== EXERCISE DATA
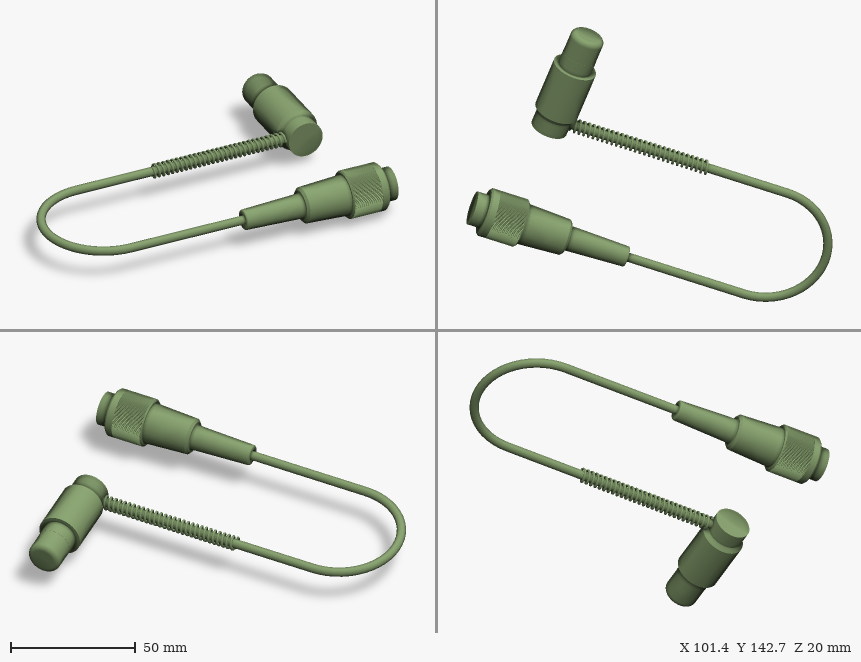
import cadquery as cq
import math


CABLE_DIAMETER = 3.7
BEND_RADIUS = 25.0
ANGLE_AXIS_Y = 99.8
LEFT_X = -BEND_RADIUS
RIGHT_X = BEND_RADIUS

HOUSING_DIAMETER = 18.0
HOUSING_START = LEFT_X - 25.5
HOUSING_END = LEFT_X - 3.9
COLLAR_DIAMETER = 15.0
COLLAR_START = LEFT_X - 2.0
COLLAR_END = LEFT_X + 4.5
NOSE_DIAMETER = 14.0
NOSE_TIP_DIAMETER = 13.8
NOSE_TIP_LENGTH = 10.3
NOSE_START = LEFT_X - 41.4
NOSE_ROUNDING = 2.1
PINHOLE_DIAMETER = 1.4
PINHOLE_DEPTH = 1.4
PINHOLE_X = LEFT_X - 6.4

WIRE_DIAMETER = 1.0
SPRING_OUTER_DIAMETER = 6.1
SPRING_PITCH = 2.0
SPRING_TURNS = 29.2

INSERT_DIAMETER = 13.8
INSERT_END = 115.8
RING_DIAMETER = 20
RING_START = 94.7
RING_END = 111.0
RING_CHAMFER = 0.7
KNURL_END = 107.5
KNURL_GROOVES = 120
KNURL_DEPTH = 0.3

BOOT_START = 49.9
BOOT_END = 97.7
BOOT_BASE_DIAMETER = 17.1
SHOULDER_Y = 75.5
SHOULDER_DIAMETER = 14.8
SHOULDER_CHAMFER = 1.0
NECK_BASE_DIAMETER = 10.3
NECK_ROUNDING = 0.5
NECK_END_DIAMETER = 8.4
NECK_END_ROUNDING = 0.7
CABLE_EXIT_DIAMETER = 4.8
CABLE_EXIT_DEPTH = 1.4


def cylinder_along_y(x, start, end, diameter):
    plane = cq.Plane(origin=(x, start, 0), xDir=(1, 0, 0), normal=(0, 1, 0))
    return cq.Workplane(plane).circle(diameter / 2).extrude(end - start)


def make_cable():
    path = (
        cq.Workplane("XY")
        .moveTo(LEFT_X, ANGLE_AXIS_Y)
        .lineTo(LEFT_X, 0)
        .threePointArc((0, -BEND_RADIUS), (RIGHT_X, 0))
        .lineTo(RIGHT_X, BOOT_END)
    )
    start = cq.Plane(origin=(LEFT_X, ANGLE_AXIS_Y, 0), xDir=(1, 0, 0), normal=(0, -1, 0))
    return cq.Workplane(start).circle(CABLE_DIAMETER / 2).sweep(path)


def make_angled_plug(cable):
    tip_end = NOSE_START + NOSE_TIP_LENGTH
    outline = [
        (NOSE_START, 0),
        (NOSE_START, NOSE_TIP_DIAMETER / 2),
        (tip_end, NOSE_TIP_DIAMETER / 2),
        (tip_end, NOSE_DIAMETER / 2),
        (HOUSING_START, NOSE_DIAMETER / 2),
        (HOUSING_START, HOUSING_DIAMETER / 2),
        (HOUSING_END, HOUSING_DIAMETER / 2),
        (COLLAR_START, COLLAR_DIAMETER / 2),
        (COLLAR_END, COLLAR_DIAMETER / 2),
        (COLLAR_END, 0),
    ]
    plug = (
        cq.Workplane("XY", origin=(0, ANGLE_AXIS_Y, 0))
        .polyline(outline)
        .close()
        .revolve(360, (0, 0, 0), (1, 0, 0))
    )
    plug = plug.faces("<X").edges().fillet(NOSE_ROUNDING)
    housing_front = ANGLE_AXIS_Y - HOUSING_DIAMETER / 2
    pinhole = cylinder_along_y(PINHOLE_X, housing_front, housing_front + PINHOLE_DEPTH, PINHOLE_DIAMETER)
    return plug.cut(pinhole).cut(cable)


def make_spring():
    start_y = ANGLE_AXIS_Y - COLLAR_DIAMETER / 2 - WIRE_DIAMETER / 2
    coil_radius = (SPRING_OUTER_DIAMETER - WIRE_DIAMETER) / 2
    helix = cq.Wire.makeHelix(SPRING_PITCH, SPRING_PITCH * SPRING_TURNS, coil_radius)
    coil = (
        cq.Workplane("XZ", origin=(coil_radius, 0, 0))
        .circle(WIRE_DIAMETER / 2)
        .sweep(cq.Workplane(helix), isFrenet=True)
    )
    return coil.rotate((0, 0, 0), (1, 0, 0), 90).translate((LEFT_X, start_y, 0))


def make_insert():
    return cylinder_along_y(RIGHT_X, BOOT_END, INSERT_END, INSERT_DIAMETER)


def knurl_outline():
    points = []
    for step in range(2 * KNURL_GROOVES):
        radius = RING_DIAMETER / 2 - KNURL_DEPTH * (step % 2)
        angle = math.pi * step / KNURL_GROOVES
        points.append((radius * math.cos(angle), radius * math.sin(angle)))
    return points


def make_ring(insert, boot, cable):
    ring = cylinder_along_y(RIGHT_X, RING_START, RING_END, RING_DIAMETER)
    ring = ring.faces("<Y or >Y").edges().chamfer(RING_CHAMFER)
    plane = cq.Plane(origin=(RIGHT_X, RING_START, 0), xDir=(1, 0, 0), normal=(0, 1, 0))
    knurl_length = KNURL_END - RING_START
    grooves = (
        cq.Workplane(plane)
        .circle(RING_DIAMETER)
        .polyline(knurl_outline())
        .close()
        .extrude(knurl_length)
    )
    return ring.cut(grooves).cut(insert).cut(boot).cut(cable)


def cone_along_y(x, start, end, start_diameter, end_diameter):
    outline = [(0, start), (start_diameter / 2, start), (end_diameter / 2, end), (0, end)]
    return (
        cq.Workplane("XY", origin=(x, 0, 0))
        .polyline(outline)
        .close()
        .revolve(360, (0, 0, 0), (0, 1, 0))
    )


def make_boot(cable):
    base = cone_along_y(RIGHT_X, SHOULDER_Y, BOOT_END, SHOULDER_DIAMETER, BOOT_BASE_DIAMETER)
    neck = cone_along_y(RIGHT_X, BOOT_START, SHOULDER_Y, NECK_END_DIAMETER, NECK_BASE_DIAMETER)
    boot = base.union(neck)
    boot = boot.edges("%CIRCLE").edges(cq.selectors.RadiusNthSelector(1)).fillet(NECK_ROUNDING)
    boot = boot.faces("<Y").edges().fillet(NECK_END_ROUNDING)
    boot = boot.edges("%CIRCLE").edges(cq.selectors.RadiusNthSelector(-2)).chamfer(SHOULDER_CHAMFER)
    cable_exit = cylinder_along_y(RIGHT_X, BOOT_START, BOOT_START + CABLE_EXIT_DEPTH, CABLE_EXIT_DIAMETER)
    return boot.cut(cable_exit).cut(cable)


cable = make_cable()
angled_plug = make_angled_plug(cable)
spring = make_spring()
insert = make_insert()
boot = make_boot(cable)
ring = make_ring(insert, boot, cable)

bodies = [cable, angled_plug, spring, insert, boot, ring]
result = cq.Compound.makeCompound([body.solids().val() for body in bodies])
====
PROBLEM: Any picture found in the data is to be skipped while the rest is copied exactly.

ANSWER TO THE EXERCISE:
import cadquery as cq
import math


CABLE_DIAMETER = 3.7
BEND_RADIUS = 25.0
ANGLE_AXIS_Y = 99.8
LEFT_X = -BEND_RADIUS
RIGHT_X = BEND_RADIUS

HOUSING_DIAMETER = 18.0
HOUSING_START = LEFT_X - 25.5
HOUSING_END = LEFT_X - 3.9
COLLAR_DIAMETER = 15.0
COLLAR_START = LEFT_X - 2.0
COLLAR_END = LEFT_X + 4.5
NOSE_DIAMETER = 14.0
NOSE_TIP_DIAMETER = 13.8
NOSE_TIP_LENGTH = 10.3
NOSE_START = LEFT_X - 41.4
NOSE_ROUNDING = 2.1
PINHOLE_DIAMETER = 1.4
PINHOLE_DEPTH = 1.4
PINHOLE_X = LEFT_X - 6.4

WIRE_DIAMETER = 1.0
SPRING_OUTER_DIAMETER = 6.1
SPRING_PITCH = 2.0
SPRING_TURNS = 29.2

INSERT_DIAMETER = 13.8
INSERT_END = 115.8
RING_DIAMETER = 20
RING_START = 94.7
RING_END = 111.0
RING_CHAMFER = 0.7
KNURL_END = 107.5
KNURL_GROOVES = 120
KNURL_DEPTH = 0.3

BOOT_START = 49.9
BOOT_END = 97.7
BOOT_BASE_DIAMETER = 17.1
SHOULDER_Y = 75.5
SHOULDER_DIAMETER = 14.8
SHOULDER_CHAMFER = 1.0
NECK_BASE_DIAMETER = 10.3
NECK_ROUNDING = 0.5
NECK_END_DIAMETER = 8.4
NECK_END_ROUNDING = 0.7
CABLE_EXIT_DIAMETER = 4.8
CABLE_EXIT_DEPTH = 1.4


def cylinder_along_y(x, start, end, diameter):
    plane = cq.Plane(origin=(x, start, 0), xDir=(1, 0, 0), normal=(0, 1, 0))
    return cq.Workplane(plane).circle(diameter / 2).extrude(end - start)


def make_cable():
    path = (
        cq.Workplane("XY")
        .moveTo(LEFT_X, ANGLE_AXIS_Y)
        .lineTo(LEFT_X, 0)
        .threePointArc((0, -BEND_RADIUS), (RIGHT_X, 0))
        .lineTo(RIGHT_X, BOOT_END)
    )
    start = cq.Plane(origin=(LEFT_X, ANGLE_AXIS_Y, 0), xDir=(1, 0, 0), normal=(0, -1, 0))
    return cq.Workplane(start).circle(CABLE_DIAMETER / 2).sweep(path)


def make_angled_plug(cable):
    tip_end = NOSE_START + NOSE_TIP_LENGTH
    outline = [
        (NOSE_START, 0),
        (NOSE_START, NOSE_TIP_DIAMETER / 2),
        (tip_end, NOSE_TIP_DIAMETER / 2),
        (tip_end, NOSE_DIAMETER / 2),
        (HOUSING_START, NOSE_DIAMETER / 2),
        (HOUSING_START, HOUSING_DIAMETER / 2),
        (HOUSING_END, HOUSING_DIAMETER / 2),
        (COLLAR_START, COLLAR_DIAMETER / 2),
        (COLLAR_END, COLLAR_DIAMETER / 2),
        (COLLAR_END, 0),
    ]
    plug = (
        cq.Workplane("XY", origin=(0, ANGLE_AXIS_Y, 0))
        .polyline(outline)
        .close()
        .revolve(360, (0, 0, 0), (1, 0, 0))
    )
    plug = plug.faces("<X").edges().fillet(NOSE_ROUNDING)
    housing_front = ANGLE_AXIS_Y - HOUSING_DIAMETER / 2
    pinhole = cylinder_along_y(PINHOLE_X, housing_front, housing_front + PINHOLE_DEPTH, PINHOLE_DIAMETER)
    return plug.cut(pinhole).cut(cable)


def make_spring():
    start_y = ANGLE_AXIS_Y - COLLAR_DIAMETER / 2 - WIRE_DIAMETER / 2
    coil_radius = (SPRING_OUTER_DIAMETER - WIRE_DIAMETER) / 2
    helix = cq.Wire.makeHelix(SPRING_PITCH, SPRING_PITCH * SPRING_TURNS, coil_radius)
    coil = (
        cq.Workplane("XZ", origin=(coil_radius, 0, 0))
        .circle(WIRE_DIAMETER / 2)
        .sweep(cq.Workplane(helix), isFrenet=True)
    )
    return coil.rotate((0, 0, 0), (1, 0, 0), 90).translate((LEFT_X, start_y, 0))


def make_insert():
    return cylinder_along_y(RIGHT_X, BOOT_END, INSERT_END, INSERT_DIAMETER)


def knurl_outline():
    points = []
    for step in range(2 * KNURL_GROOVES):
        radius = RING_DIAMETER / 2 - KNURL_DEPTH * (step % 2)
        angle = math.pi * step / KNURL_GROOVES
        points.append((radius * math.cos(angle), radius * math.sin(angle)))
    return points


def make_ring(insert, boot, cable):
    ring = cylinder_along_y(RIGHT_X, RING_START, RING_END, RING_DIAMETER)
    ring = ring.faces("<Y or >Y").edges().chamfer(RING_CHAMFER)
    plane = cq.Plane(origin=(RIGHT_X, RING_START, 0), xDir=(1, 0, 0), normal=(0, 1, 0))
    knurl_length = KNURL_END - RING_START
    grooves = (
        cq.Workplane(plane)
        .circle(RING_DIAMETER)
        .polyline(knurl_outline())
        .close()
        .extrude(knurl_length)
    )
    return ring.cut(grooves).cut(insert).cut(boot).cut(cable)


def cone_along_y(x, start, end, start_diameter, end_diameter):
    outline = [(0, start), (start_diameter / 2, start), (end_diameter / 2, end), (0, end)]
    return (
        cq.Workplane("XY", origin=(x, 0, 0))
        .polyline(outline)
        .close()
        .revolve(360, (0, 0, 0), (0, 1, 0))
    )


def make_boot(cable):
    base = cone_along_y(RIGHT_X, SHOULDER_Y, BOOT_END, SHOULDER_DIAMETER, BOOT_BASE_DIAMETER)
    neck = cone_along_y(RIGHT_X, BOOT_START, SHOULDER_Y, NECK_END_DIAMETER, NECK_BASE_DIAMETER)
    boot = base.union(neck)
    boot = boot.edges("%CIRCLE").edges(cq.selectors.RadiusNthSelector(1)).fillet(NECK_ROUNDING)
    boot = boot.faces("<Y").edges().fillet(NECK_END_ROUNDING)
    boot = boot.edges("%CIRCLE").edges(cq.selectors.RadiusNthSelector(-2)).chamfer(SHOULDER_CHAMFER)
    cable_exit = cylinder_along_y(RIGHT_X, BOOT_START, BOOT_START + CABLE_EXIT_DEPTH, CABLE_EXIT_DIAMETER)
    return boot.cut(cable_exit).cut(cable)


cable = make_cable()
angled_plug = make_angled_plug(cable)
spring = make_spring()
insert = make_insert()
boot = make_boot(cable)
ring = make_ring(insert, boot, cable)

bodies = [cable, angled_plug, spring, insert, boot, ring]
result = cq.Compound.makeCompound([body.solids().val() for body in bodies])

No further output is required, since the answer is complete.